Scala: “any” and “all” functions

my Haskell* is a bit rusty, so i can imagine that I’m missing the obvious:

def any[A](s: Traversable[A], f: A => Boolean): Boolean = {
    s.foldLeft(false)((bool, elem) => bool || f(elem))
}

Does one of these properties apply to the it?

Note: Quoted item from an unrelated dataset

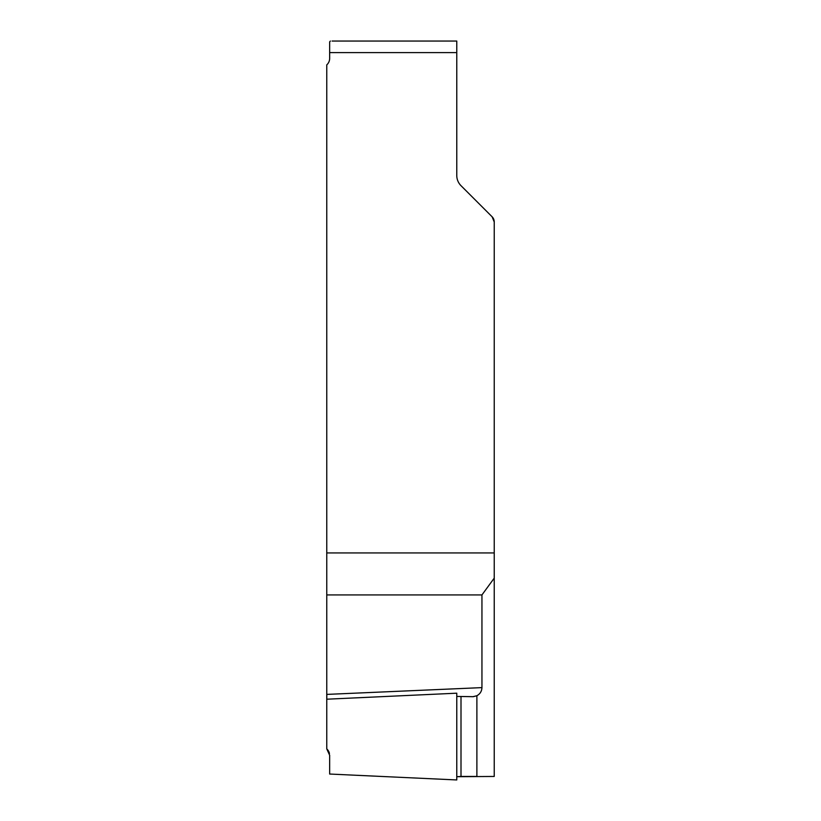 <?xml version="1.0" encoding="UTF-8"?>
<svg xmlns="http://www.w3.org/2000/svg" width="821" height="821" viewBox="0 0 821 821"><rect width="100%" height="100%" fill="white"/><g stroke="black" fill="none" stroke-linecap="round" stroke-linejoin="round"><path stroke-width="1.23" d="M456.774 696.434L473.265 696.68L476.888 695.736C480.1 693.94 481.783 691.241 481.948 687.618L481.948 594.927L494.232 578.138L494.232 776.45L456.774 776.707M329.652 41.892L330.381 41.05L329.652 41.892L329.652 58.404A8.672 8.672 0 0 1 326.779 64.859L326.768 64.869A8.672 8.672 0 0 0 329.652 58.404A8.672 8.672 0 0 1 326.768 64.869L326.768 594.927L481.948 594.927M488.844 213.522L492.118 216.785A7.235 7.235 0 0 1 494.232 221.906L494.232 578.138M494.232 221.968L492.118 216.785L461.002 185.679A14.46 14.46 0 0 1 456.774 175.448L456.774 41.05L332.074 41.05M347.109 41.05L456.774 41.05M326.768 703.084L326.768 699.235M329.703 755.371L326.768 748.906L326.768 594.927M326.768 748.906L326.779 748.916A8.672 8.672 0 0 1 329.457 753.504A8.672 8.672 0 0 0 326.779 748.916A8.672 8.672 0 0 1 329.457 753.504A8.672 8.672 0 0 0 326.779 748.916M329.652 755.371L329.652 774.039L456.774 779.95M494.191 221.855L492.118 216.785M456.774 693.232L456.774 779.909M461.002 776.45L456.774 776.707L456.774 779.909L456.774 693.735L456.774 696.434L472.896 696.69L476.888 695.736L476.888 776.45L461.002 776.45L461.002 696.69M326.768 552.933L494.232 552.933M329.652 52.616L456.774 52.616M326.809 694.402L326.809 699.194L326.809 694.402M326.768 694.402L481.948 687.618M456.774 693.191L326.768 699.205"/></g></svg>

  1. predefined somewhere in the Scala libs
  2. circumstantial, and faster written as some one-liner
  3. wrong (I didn’t test it, sorry ;))

*actually SML, but that’s 99% the same, but known by nobody under the sun.


Solution 1:

  1. It's predefined and is called exists. And forall would be the "all" function you are looking for.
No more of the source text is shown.